Extracted data entries
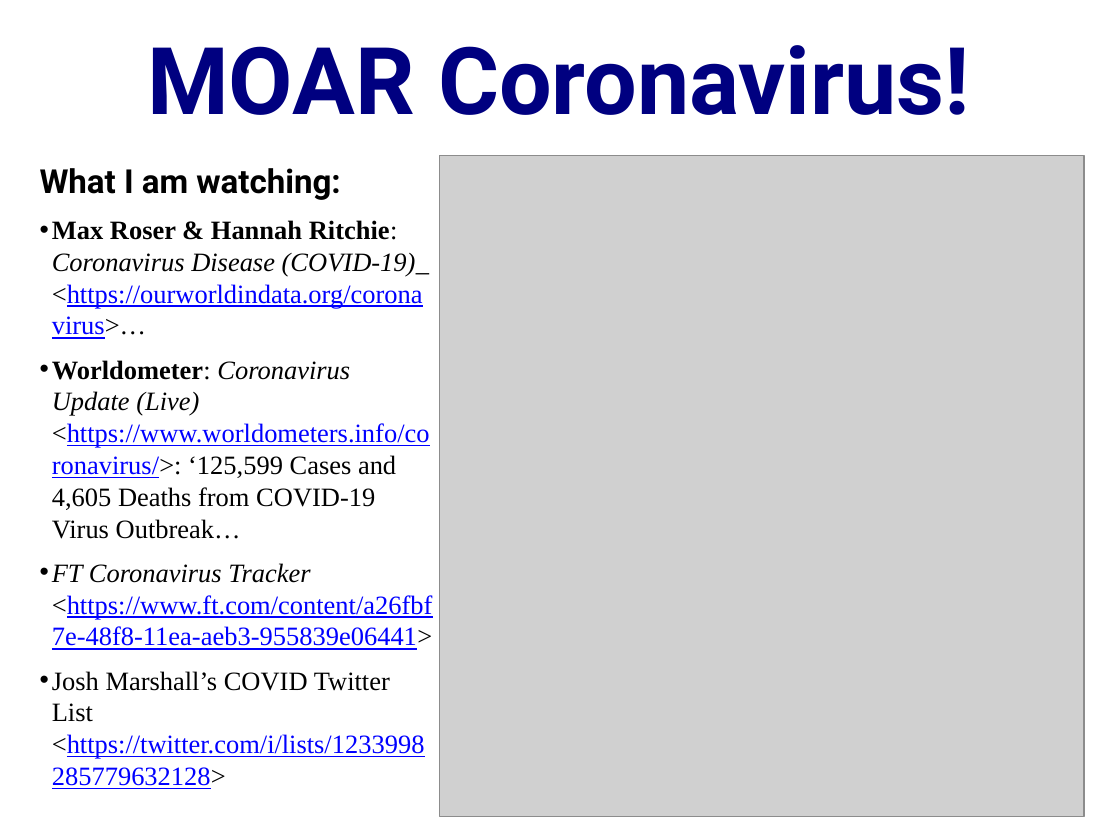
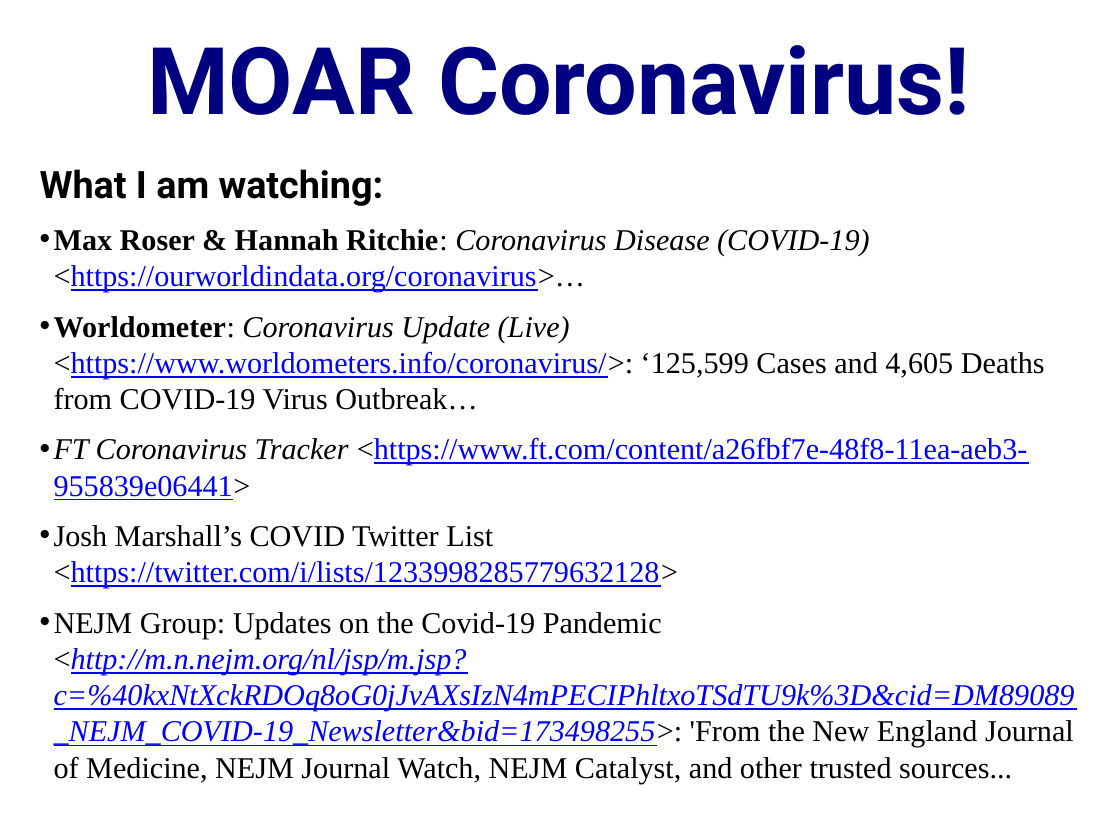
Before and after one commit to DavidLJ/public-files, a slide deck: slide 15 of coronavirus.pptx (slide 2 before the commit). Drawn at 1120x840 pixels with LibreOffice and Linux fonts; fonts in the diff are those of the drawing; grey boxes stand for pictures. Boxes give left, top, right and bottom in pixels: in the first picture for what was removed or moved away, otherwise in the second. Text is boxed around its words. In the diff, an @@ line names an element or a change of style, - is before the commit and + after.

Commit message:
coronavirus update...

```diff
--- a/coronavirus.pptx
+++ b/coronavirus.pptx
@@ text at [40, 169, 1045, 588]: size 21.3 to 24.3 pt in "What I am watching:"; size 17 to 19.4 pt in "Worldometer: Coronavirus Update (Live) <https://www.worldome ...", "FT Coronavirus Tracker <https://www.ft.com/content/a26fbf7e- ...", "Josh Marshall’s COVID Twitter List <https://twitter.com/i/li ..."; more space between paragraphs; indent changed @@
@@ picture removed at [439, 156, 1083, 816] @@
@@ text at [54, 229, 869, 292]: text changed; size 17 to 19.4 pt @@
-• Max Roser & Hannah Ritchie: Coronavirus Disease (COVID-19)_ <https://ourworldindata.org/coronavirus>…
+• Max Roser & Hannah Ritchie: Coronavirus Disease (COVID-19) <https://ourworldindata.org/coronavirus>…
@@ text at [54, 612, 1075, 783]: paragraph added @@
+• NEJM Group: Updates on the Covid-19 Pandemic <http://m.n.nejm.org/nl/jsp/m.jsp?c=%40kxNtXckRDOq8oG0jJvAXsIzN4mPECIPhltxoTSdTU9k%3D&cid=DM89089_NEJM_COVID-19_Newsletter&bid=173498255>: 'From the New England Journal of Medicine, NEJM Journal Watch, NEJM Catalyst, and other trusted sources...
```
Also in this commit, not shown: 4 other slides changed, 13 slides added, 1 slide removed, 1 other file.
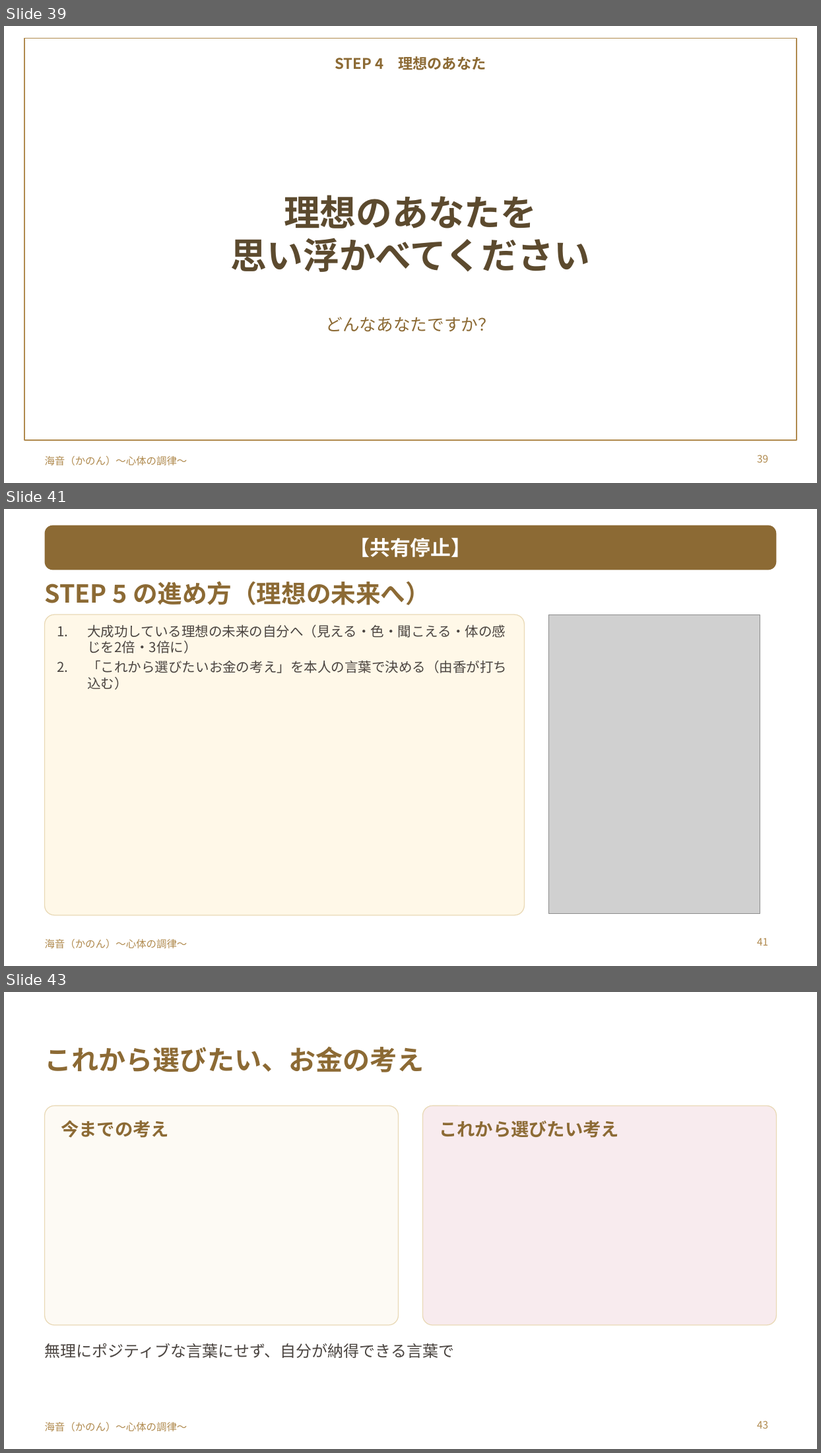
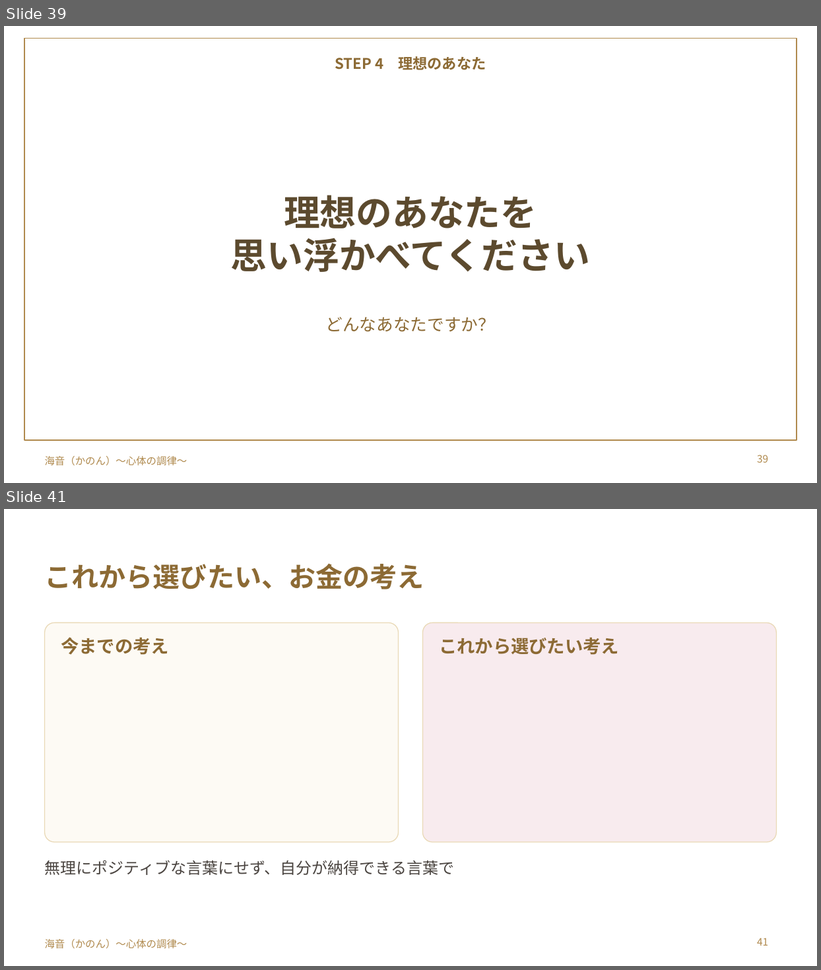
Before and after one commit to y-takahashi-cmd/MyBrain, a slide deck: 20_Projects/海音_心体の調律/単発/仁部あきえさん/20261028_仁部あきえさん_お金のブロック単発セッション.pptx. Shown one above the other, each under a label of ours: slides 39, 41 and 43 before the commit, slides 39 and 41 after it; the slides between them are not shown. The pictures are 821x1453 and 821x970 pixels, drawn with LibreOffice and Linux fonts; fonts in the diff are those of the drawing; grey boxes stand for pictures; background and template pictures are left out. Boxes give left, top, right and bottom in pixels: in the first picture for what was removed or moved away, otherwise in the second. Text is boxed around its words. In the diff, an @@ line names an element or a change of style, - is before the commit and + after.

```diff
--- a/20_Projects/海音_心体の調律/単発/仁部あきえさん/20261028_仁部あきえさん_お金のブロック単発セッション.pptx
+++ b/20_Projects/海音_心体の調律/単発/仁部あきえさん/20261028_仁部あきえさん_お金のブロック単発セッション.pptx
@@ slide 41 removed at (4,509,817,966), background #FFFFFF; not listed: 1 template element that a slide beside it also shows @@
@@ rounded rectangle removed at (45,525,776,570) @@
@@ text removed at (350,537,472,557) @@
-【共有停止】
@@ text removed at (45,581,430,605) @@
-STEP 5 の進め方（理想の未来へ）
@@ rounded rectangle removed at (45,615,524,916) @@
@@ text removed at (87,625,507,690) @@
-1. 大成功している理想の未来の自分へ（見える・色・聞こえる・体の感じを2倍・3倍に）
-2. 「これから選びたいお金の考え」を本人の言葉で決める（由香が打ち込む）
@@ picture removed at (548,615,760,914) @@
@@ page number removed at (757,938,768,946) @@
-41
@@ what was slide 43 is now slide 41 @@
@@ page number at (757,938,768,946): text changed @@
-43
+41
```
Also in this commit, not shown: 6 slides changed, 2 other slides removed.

WORK INSTRUCTIONS:
For each entry above, write it out again exactly but leave out any picture.

YOUR RESPONSE:
Before and after one commit to DavidLJ/public-files, a slide deck: slide 15 of coronavirus.pptx (slide 2 before the commit). Drawn at 1120x840 pixels with LibreOffice and Linux fonts; fonts in the diff are those of the drawing; grey boxes stand for pictures. Boxes give left, top, right and bottom in pixels: in the first picture for what was removed or moved away, otherwise in the second. Text is boxed around its words. In the diff, an @@ line names an element or a change of style, - is before the commit and + after.

Commit message:
coronavirus update...

```diff
--- a/coronavirus.pptx
+++ b/coronavirus.pptx
@@ text at [40, 169, 1045, 588]: size 21.3 to 24.3 pt in "What I am watching:"; size 17 to 19.4 pt in "Worldometer: Coronavirus Update (Live) <https://www.worldome ...", "FT Coronavirus Tracker <https://www.ft.com/content/a26fbf7e- ...", "Josh Marshall’s COVID Twitter List <https://twitter.com/i/li ..."; more space between paragraphs; indent changed @@
@@ picture removed at [439, 156, 1083, 816] @@
@@ text at [54, 229, 869, 292]: text changed; size 17 to 19.4 pt @@
-• Max Roser & Hannah Ritchie: Coronavirus Disease (COVID-19)_ <https://ourworldindata.org/coronavirus>…
+• Max Roser & Hannah Ritchie: Coronavirus Disease (COVID-19) <https://ourworldindata.org/coronavirus>…
@@ text at [54, 612, 1075, 783]: paragraph added @@
+• NEJM Group: Updates on the Covid-19 Pandemic <http://m.n.nejm.org/nl/jsp/m.jsp?c=%40kxNtXckRDOq8oG0jJvAXsIzN4mPECIPhltxoTSdTU9k%3D&cid=DM89089_NEJM_COVID-19_Newsletter&bid=173498255>: 'From the New England Journal of Medicine, NEJM Journal Watch, NEJM Catalyst, and other trusted sources...
```
Also in this commit, not shown: 4 other slides changed, 13 slides added, 1 slide removed, 1 other file.
Before and after one commit to y-takahashi-cmd/MyBrain, a slide deck: 20_Projects/海音_心体の調律/単発/仁部あきえさん/20261028_仁部あきえさん_お金のブロック単発セッション.pptx. Shown one above the other, each under a label of ours: slides 39, 41 and 43 before the commit, slides 39 and 41 after it; the slides between them are not shown. The pictures are 821x1453 and 821x970 pixels, drawn with LibreOffice and Linux fonts; fonts in the diff are those of the drawing; grey boxes stand for pictures; background and template pictures are left out. Boxes give left, top, right and bottom in pixels: in the first picture for what was removed or moved away, otherwise in the second. Text is boxed around its words. In the diff, an @@ line names an element or a change of style, - is before the commit and + after.

```diff
--- a/20_Projects/海音_心体の調律/単発/仁部あきえさん/20261028_仁部あきえさん_お金のブロック単発セッション.pptx
+++ b/20_Projects/海音_心体の調律/単発/仁部あきえさん/20261028_仁部あきえさん_お金のブロック単発セッション.pptx
@@ slide 41 removed at (4,509,817,966), background #FFFFFF; not listed: 1 template element that a slide beside it also shows @@
@@ rounded rectangle removed at (45,525,776,570) @@
@@ text removed at (350,537,472,557) @@
-【共有停止】
@@ text removed at (45,581,430,605) @@
-STEP 5 の進め方（理想の未来へ）
@@ rounded rectangle removed at (45,615,524,916) @@
@@ text removed at (87,625,507,690) @@
-1. 大成功している理想の未来の自分へ（見える・色・聞こえる・体の感じを2倍・3倍に）
-2. 「これから選びたいお金の考え」を本人の言葉で決める（由香が打ち込む）
@@ picture removed at (548,615,760,914) @@
@@ page number removed at (757,938,768,946) @@
-41
@@ what was slide 43 is now slide 41 @@
@@ page number at (757,938,768,946): text changed @@
-43
+41
```
Also in this commit, not shown: 6 slides changed, 2 other slides removed.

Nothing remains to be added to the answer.